→ **PROBLEM TO WORK ON**
Here is a block of records. Copy every one of them exactly.

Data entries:
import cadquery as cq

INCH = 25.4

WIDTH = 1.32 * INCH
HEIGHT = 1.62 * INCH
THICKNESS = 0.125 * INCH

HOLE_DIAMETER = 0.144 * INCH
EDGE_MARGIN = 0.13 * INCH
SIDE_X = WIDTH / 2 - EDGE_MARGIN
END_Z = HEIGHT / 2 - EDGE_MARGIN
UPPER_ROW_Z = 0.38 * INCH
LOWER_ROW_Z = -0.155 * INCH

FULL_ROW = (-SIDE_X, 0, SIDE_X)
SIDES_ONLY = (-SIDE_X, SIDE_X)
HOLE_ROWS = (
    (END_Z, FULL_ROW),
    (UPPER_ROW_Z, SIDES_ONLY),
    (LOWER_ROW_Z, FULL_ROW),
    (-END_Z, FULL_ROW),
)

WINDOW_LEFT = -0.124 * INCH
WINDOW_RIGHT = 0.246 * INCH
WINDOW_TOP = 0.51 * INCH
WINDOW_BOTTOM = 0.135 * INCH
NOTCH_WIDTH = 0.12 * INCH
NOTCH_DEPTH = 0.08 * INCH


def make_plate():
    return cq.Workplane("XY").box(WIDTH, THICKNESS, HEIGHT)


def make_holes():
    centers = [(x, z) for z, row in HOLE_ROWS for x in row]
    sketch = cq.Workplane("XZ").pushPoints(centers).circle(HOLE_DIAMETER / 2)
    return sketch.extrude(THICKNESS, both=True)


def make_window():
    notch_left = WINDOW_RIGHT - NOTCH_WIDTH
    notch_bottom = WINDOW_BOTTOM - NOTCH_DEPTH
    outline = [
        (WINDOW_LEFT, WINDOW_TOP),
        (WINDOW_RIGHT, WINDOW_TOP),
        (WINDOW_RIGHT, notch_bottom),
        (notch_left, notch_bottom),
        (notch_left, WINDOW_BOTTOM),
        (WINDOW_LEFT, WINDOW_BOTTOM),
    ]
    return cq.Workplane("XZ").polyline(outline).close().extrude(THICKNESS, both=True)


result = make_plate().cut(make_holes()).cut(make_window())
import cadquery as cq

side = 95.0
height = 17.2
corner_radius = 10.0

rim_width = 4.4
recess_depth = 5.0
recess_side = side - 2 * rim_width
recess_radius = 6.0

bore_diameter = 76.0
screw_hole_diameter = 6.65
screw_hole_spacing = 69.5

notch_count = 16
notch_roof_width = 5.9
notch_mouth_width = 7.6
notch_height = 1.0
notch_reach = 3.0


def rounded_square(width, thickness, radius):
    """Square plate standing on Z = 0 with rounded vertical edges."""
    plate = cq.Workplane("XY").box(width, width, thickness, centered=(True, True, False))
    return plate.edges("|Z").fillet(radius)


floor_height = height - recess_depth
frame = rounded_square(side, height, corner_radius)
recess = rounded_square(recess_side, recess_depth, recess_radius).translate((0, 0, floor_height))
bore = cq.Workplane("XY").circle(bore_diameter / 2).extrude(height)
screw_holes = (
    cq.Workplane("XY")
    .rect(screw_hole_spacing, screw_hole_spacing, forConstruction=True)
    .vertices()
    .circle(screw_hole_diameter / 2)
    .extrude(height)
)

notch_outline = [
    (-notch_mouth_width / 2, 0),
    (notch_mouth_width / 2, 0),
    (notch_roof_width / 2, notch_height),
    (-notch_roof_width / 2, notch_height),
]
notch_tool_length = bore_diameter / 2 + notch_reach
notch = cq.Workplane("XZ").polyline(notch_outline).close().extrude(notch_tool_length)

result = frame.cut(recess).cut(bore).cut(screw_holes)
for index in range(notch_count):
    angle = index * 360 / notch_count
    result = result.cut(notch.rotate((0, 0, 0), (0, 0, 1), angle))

→ **SOLUTION TO THIS EXERCISE**
import cadquery as cq

INCH = 25.4

WIDTH = 1.32 * INCH
HEIGHT = 1.62 * INCH
THICKNESS = 0.125 * INCH

HOLE_DIAMETER = 0.144 * INCH
EDGE_MARGIN = 0.13 * INCH
SIDE_X = WIDTH / 2 - EDGE_MARGIN
END_Z = HEIGHT / 2 - EDGE_MARGIN
UPPER_ROW_Z = 0.38 * INCH
LOWER_ROW_Z = -0.155 * INCH

FULL_ROW = (-SIDE_X, 0, SIDE_X)
SIDES_ONLY = (-SIDE_X, SIDE_X)
HOLE_ROWS = (
    (END_Z, FULL_ROW),
    (UPPER_ROW_Z, SIDES_ONLY),
    (LOWER_ROW_Z, FULL_ROW),
    (-END_Z, FULL_ROW),
)

WINDOW_LEFT = -0.124 * INCH
WINDOW_RIGHT = 0.246 * INCH
WINDOW_TOP = 0.51 * INCH
WINDOW_BOTTOM = 0.135 * INCH
NOTCH_WIDTH = 0.12 * INCH
NOTCH_DEPTH = 0.08 * INCH


def make_plate():
    return cq.Workplane("XY").box(WIDTH, THICKNESS, HEIGHT)


def make_holes():
    centers = [(x, z) for z, row in HOLE_ROWS for x in row]
    sketch = cq.Workplane("XZ").pushPoints(centers).circle(HOLE_DIAMETER / 2)
    return sketch.extrude(THICKNESS, both=True)


def make_window():
    notch_left = WINDOW_RIGHT - NOTCH_WIDTH
    notch_bottom = WINDOW_BOTTOM - NOTCH_DEPTH
    outline = [
        (WINDOW_LEFT, WINDOW_TOP),
        (WINDOW_RIGHT, WINDOW_TOP),
        (WINDOW_RIGHT, notch_bottom),
        (notch_left, notch_bottom),
        (notch_left, WINDOW_BOTTOM),
        (WINDOW_LEFT, WINDOW_BOTTOM),
    ]
    return cq.Workplane("XZ").polyline(outline).close().extrude(THICKNESS, both=True)


result = make_plate().cut(make_holes()).cut(make_window())
import cadquery as cq

side = 95.0
height = 17.2
corner_radius = 10.0

rim_width = 4.4
recess_depth = 5.0
recess_side = side - 2 * rim_width
recess_radius = 6.0

bore_diameter = 76.0
screw_hole_diameter = 6.65
screw_hole_spacing = 69.5

notch_count = 16
notch_roof_width = 5.9
notch_mouth_width = 7.6
notch_height = 1.0
notch_reach = 3.0


def rounded_square(width, thickness, radius):
    """Square plate standing on Z = 0 with rounded vertical edges."""
    plate = cq.Workplane("XY").box(width, width, thickness, centered=(True, True, False))
    return plate.edges("|Z").fillet(radius)


floor_height = height - recess_depth
frame = rounded_square(side, height, corner_radius)
recess = rounded_square(recess_side, recess_depth, recess_radius).translate((0, 0, floor_height))
bore = cq.Workplane("XY").circle(bore_diameter / 2).extrude(height)
screw_holes = (
    cq.Workplane("XY")
    .rect(screw_hole_spacing, screw_hole_spacing, forConstruction=True)
    .vertices()
    .circle(screw_hole_diameter / 2)
    .extrude(height)
)

notch_outline = [
    (-notch_mouth_width / 2, 0),
    (notch_mouth_width / 2, 0),
    (notch_roof_width / 2, notch_height),
    (-notch_roof_width / 2, notch_height),
]
notch_tool_length = bore_diameter / 2 + notch_reach
notch = cq.Workplane("XZ").polyline(notch_outline).close().extrude(notch_tool_length)

result = frame.cut(recess).cut(bore).cut(screw_holes)
for index in range(notch_count):
    angle = index * 360 / notch_count
    result = result.cut(notch.rotate((0, 0, 0), (0, 0, 1), angle))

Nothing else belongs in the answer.